Each line that has the string "close" must be copied from the records below.

══════════════════════════════

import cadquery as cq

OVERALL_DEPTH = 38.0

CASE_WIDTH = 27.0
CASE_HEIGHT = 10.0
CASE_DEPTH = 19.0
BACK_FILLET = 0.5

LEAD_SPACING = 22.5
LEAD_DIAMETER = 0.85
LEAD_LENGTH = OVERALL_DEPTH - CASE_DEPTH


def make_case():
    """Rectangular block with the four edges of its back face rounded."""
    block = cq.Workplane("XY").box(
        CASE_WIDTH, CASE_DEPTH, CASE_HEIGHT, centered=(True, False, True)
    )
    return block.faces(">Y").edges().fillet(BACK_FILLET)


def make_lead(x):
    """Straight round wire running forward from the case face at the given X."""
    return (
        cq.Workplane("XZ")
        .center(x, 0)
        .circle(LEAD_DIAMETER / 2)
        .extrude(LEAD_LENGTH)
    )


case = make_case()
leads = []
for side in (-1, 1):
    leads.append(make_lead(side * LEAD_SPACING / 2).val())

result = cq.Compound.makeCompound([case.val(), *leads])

══════════════════════════════

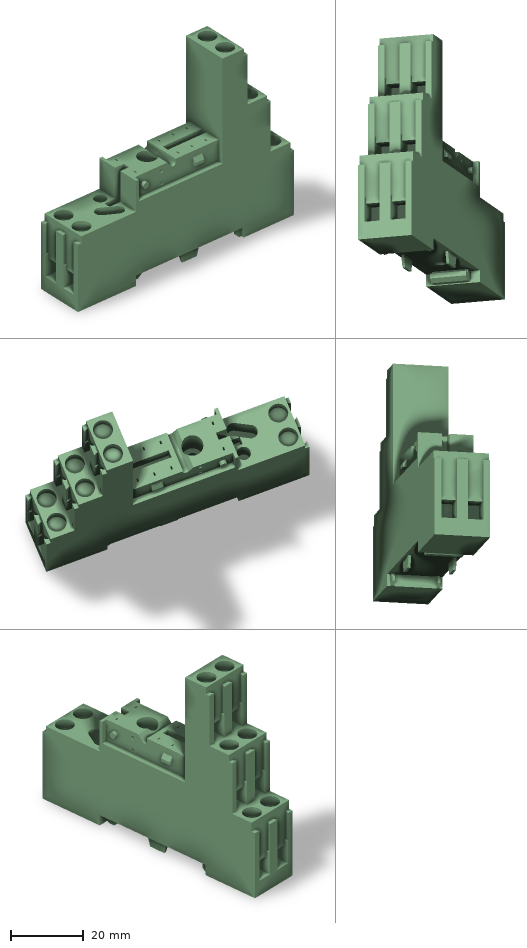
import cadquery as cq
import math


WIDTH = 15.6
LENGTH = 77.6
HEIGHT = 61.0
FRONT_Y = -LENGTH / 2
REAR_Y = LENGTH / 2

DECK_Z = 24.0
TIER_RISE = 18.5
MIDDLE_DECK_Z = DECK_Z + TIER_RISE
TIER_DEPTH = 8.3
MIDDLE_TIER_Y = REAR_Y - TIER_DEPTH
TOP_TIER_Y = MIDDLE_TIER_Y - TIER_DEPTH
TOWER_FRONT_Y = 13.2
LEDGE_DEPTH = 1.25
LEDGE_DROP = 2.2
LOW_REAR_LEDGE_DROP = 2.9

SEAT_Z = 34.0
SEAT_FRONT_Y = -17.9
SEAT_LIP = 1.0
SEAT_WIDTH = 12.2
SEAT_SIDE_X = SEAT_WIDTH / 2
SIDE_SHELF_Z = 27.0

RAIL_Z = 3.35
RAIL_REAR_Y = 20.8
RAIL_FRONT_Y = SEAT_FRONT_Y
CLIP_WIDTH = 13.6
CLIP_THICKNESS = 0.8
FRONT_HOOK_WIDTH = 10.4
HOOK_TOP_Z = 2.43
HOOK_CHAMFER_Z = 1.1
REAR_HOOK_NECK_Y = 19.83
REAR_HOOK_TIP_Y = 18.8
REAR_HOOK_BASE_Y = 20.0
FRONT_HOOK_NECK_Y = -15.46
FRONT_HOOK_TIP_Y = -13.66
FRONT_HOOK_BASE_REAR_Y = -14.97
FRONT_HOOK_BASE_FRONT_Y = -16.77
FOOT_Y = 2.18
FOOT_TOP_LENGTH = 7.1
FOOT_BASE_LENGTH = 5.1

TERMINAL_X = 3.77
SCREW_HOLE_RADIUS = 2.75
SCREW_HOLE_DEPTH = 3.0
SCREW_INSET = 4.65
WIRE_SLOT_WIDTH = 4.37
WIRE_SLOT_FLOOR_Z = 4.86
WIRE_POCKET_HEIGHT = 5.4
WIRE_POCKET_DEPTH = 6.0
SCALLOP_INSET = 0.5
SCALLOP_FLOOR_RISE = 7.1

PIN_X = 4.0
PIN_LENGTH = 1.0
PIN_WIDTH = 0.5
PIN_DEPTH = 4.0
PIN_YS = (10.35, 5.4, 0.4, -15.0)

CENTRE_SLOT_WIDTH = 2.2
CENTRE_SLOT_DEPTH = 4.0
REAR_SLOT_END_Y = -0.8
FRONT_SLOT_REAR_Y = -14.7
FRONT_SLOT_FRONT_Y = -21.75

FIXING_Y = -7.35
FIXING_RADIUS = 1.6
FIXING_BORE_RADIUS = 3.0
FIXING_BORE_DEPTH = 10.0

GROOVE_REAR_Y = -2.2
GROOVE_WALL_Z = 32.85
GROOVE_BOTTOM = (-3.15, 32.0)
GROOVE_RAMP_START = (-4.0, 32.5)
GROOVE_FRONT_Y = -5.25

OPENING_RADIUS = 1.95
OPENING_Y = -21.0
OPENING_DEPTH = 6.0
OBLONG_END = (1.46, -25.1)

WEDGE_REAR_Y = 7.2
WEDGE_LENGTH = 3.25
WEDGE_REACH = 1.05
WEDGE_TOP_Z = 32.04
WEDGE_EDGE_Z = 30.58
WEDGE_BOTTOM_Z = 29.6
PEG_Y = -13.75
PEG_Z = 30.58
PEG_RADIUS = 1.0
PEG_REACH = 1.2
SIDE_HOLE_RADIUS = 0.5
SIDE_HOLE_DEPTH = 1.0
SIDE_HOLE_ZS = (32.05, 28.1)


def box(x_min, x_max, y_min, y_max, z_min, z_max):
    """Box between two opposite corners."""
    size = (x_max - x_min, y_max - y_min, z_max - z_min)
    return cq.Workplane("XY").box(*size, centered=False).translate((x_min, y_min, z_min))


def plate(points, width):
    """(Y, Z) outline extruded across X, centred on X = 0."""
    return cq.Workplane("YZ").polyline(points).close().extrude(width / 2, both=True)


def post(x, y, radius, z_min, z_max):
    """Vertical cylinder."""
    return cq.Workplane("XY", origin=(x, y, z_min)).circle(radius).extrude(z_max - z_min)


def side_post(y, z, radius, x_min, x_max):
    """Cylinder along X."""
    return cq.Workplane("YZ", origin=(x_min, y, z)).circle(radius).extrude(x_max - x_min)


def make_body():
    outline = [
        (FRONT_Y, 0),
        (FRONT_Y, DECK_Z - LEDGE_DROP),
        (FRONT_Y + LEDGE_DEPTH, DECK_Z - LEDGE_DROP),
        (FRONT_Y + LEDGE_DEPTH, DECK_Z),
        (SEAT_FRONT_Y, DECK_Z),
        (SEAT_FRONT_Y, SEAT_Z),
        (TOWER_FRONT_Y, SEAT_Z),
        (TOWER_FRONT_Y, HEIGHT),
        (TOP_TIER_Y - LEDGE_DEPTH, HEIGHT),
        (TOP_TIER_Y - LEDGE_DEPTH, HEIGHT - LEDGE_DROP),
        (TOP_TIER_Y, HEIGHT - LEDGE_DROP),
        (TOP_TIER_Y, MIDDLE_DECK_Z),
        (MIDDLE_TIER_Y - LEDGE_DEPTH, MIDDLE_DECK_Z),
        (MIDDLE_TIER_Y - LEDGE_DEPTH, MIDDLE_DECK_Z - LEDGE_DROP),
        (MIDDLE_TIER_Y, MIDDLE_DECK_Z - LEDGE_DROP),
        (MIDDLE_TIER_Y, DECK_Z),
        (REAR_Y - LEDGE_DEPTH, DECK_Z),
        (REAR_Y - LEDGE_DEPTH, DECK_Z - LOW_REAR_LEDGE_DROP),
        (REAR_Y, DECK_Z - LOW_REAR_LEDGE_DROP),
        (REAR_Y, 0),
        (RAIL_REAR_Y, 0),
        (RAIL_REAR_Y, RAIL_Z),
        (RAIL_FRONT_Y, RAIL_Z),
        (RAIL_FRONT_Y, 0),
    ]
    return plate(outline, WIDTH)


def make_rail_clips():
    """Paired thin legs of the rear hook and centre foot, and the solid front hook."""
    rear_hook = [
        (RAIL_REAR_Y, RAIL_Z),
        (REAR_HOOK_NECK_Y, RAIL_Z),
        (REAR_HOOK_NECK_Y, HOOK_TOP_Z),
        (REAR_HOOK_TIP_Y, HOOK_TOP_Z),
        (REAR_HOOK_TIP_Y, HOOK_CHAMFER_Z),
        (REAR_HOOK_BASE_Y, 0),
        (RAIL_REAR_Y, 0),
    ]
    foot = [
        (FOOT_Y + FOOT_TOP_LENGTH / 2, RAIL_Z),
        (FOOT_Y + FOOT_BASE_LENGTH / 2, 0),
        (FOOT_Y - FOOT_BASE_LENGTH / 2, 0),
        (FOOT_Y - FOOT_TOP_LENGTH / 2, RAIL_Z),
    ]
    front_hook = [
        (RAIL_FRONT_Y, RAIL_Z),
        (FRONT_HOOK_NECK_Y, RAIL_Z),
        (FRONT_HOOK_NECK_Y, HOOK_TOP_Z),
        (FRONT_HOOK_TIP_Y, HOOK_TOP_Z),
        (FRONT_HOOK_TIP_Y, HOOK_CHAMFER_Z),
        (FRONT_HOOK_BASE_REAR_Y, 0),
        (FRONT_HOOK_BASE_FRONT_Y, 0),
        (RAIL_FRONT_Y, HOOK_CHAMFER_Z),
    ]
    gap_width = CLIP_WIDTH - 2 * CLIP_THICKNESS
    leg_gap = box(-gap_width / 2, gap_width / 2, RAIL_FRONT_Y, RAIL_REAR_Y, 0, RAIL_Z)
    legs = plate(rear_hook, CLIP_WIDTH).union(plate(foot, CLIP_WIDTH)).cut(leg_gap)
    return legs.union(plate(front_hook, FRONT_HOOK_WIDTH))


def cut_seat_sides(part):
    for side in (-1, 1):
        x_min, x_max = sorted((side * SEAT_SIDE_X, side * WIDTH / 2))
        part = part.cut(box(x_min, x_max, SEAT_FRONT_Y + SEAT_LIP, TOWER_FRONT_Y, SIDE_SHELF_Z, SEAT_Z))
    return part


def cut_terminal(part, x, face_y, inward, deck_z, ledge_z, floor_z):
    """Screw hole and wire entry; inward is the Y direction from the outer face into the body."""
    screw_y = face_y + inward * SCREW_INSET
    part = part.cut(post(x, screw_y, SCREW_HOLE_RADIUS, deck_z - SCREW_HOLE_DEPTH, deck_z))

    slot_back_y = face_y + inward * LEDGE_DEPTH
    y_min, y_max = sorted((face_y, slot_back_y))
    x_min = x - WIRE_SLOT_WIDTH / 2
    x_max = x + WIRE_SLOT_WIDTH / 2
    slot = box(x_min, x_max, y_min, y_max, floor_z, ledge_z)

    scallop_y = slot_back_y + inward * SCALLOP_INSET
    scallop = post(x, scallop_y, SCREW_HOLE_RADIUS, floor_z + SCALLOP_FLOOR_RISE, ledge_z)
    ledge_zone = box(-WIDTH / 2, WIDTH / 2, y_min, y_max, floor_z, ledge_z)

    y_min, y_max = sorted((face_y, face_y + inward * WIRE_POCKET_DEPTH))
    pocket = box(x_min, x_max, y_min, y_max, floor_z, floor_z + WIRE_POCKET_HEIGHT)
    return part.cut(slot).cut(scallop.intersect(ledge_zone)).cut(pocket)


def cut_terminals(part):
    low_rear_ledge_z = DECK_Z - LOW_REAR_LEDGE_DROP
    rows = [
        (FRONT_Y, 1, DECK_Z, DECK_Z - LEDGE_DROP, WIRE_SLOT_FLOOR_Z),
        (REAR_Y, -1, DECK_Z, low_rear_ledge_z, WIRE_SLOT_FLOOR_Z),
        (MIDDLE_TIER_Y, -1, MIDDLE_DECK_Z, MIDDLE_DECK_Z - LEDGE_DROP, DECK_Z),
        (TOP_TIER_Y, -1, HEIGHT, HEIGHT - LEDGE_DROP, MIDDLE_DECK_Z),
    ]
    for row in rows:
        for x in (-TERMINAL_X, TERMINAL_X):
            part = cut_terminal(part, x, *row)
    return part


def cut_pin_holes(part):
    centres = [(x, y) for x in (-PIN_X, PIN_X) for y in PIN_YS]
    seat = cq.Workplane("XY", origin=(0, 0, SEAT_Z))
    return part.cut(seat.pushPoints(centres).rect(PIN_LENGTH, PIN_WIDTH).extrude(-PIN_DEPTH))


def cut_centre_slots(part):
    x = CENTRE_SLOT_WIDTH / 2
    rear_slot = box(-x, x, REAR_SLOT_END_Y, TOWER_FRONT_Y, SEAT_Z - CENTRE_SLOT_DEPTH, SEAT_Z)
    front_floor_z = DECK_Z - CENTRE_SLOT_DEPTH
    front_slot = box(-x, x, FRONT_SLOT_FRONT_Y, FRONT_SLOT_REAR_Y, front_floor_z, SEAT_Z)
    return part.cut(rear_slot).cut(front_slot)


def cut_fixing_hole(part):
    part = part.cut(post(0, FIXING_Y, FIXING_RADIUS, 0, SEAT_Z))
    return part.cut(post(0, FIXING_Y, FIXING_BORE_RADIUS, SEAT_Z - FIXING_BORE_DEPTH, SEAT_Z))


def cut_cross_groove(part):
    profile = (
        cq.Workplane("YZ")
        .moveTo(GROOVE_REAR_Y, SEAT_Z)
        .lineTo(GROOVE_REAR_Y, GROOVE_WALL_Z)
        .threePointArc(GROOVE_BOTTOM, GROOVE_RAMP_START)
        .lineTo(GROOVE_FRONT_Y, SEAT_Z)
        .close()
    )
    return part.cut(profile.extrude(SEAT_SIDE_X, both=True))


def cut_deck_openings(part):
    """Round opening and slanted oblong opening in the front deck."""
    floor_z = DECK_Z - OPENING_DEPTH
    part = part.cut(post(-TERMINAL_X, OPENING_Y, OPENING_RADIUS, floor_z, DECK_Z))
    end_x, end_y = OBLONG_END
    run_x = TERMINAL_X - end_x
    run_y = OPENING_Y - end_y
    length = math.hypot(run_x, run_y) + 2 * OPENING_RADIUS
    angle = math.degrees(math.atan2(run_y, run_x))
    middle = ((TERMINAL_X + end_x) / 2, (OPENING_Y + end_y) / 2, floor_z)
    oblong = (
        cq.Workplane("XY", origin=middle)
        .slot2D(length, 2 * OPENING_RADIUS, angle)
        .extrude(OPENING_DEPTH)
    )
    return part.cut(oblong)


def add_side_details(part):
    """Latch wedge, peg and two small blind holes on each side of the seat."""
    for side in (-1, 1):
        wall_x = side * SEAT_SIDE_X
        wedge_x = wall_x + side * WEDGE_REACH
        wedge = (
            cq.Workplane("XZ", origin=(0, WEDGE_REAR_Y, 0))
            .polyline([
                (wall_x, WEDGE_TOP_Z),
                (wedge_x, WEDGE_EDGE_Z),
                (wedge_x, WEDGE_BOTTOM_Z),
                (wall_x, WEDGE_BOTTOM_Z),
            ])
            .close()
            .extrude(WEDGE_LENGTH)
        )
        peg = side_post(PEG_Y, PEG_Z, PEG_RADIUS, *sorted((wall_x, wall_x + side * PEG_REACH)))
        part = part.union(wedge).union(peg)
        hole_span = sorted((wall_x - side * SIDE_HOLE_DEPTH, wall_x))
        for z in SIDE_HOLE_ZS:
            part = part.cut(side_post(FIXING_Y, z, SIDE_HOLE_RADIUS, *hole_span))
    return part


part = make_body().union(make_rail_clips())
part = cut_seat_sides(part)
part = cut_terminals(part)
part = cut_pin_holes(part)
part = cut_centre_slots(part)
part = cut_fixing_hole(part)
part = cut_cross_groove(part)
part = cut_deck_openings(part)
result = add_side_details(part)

══════════════════════════════

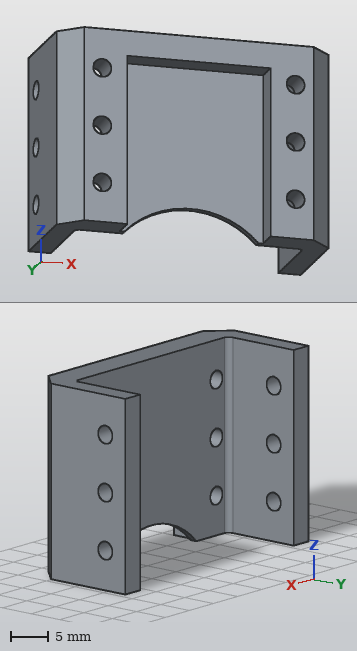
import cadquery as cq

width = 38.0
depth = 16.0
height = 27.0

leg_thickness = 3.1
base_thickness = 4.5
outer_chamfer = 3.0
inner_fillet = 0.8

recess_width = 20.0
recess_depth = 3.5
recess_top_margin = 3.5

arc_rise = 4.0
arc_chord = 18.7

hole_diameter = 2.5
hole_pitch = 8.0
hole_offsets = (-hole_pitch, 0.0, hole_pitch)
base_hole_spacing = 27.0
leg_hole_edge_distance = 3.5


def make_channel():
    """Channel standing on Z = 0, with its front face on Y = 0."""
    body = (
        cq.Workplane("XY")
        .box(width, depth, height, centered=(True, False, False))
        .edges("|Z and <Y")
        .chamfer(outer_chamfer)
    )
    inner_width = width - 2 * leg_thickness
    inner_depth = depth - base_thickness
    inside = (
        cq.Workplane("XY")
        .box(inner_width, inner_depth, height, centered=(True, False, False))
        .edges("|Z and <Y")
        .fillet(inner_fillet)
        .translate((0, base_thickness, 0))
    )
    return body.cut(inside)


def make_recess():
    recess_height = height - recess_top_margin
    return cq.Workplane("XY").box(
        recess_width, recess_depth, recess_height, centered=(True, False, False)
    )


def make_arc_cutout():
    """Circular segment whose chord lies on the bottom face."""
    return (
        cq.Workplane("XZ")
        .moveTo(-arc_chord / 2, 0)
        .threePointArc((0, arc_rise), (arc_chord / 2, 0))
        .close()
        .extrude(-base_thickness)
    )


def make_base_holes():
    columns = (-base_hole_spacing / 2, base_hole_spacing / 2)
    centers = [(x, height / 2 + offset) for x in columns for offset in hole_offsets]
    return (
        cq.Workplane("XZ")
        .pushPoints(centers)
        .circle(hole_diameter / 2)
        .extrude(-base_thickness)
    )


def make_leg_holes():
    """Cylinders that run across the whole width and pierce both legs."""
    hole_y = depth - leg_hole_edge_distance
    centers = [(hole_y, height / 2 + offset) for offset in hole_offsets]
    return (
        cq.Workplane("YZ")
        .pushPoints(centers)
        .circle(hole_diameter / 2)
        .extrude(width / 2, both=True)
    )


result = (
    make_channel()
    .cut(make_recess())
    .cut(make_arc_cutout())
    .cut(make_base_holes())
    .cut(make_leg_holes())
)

══════════════════════════════

Result of this exercise:
    return cq.Workplane("YZ").polyline(points).close().extrude(width / 2, both=True)
        .close()
            .close()
        .close()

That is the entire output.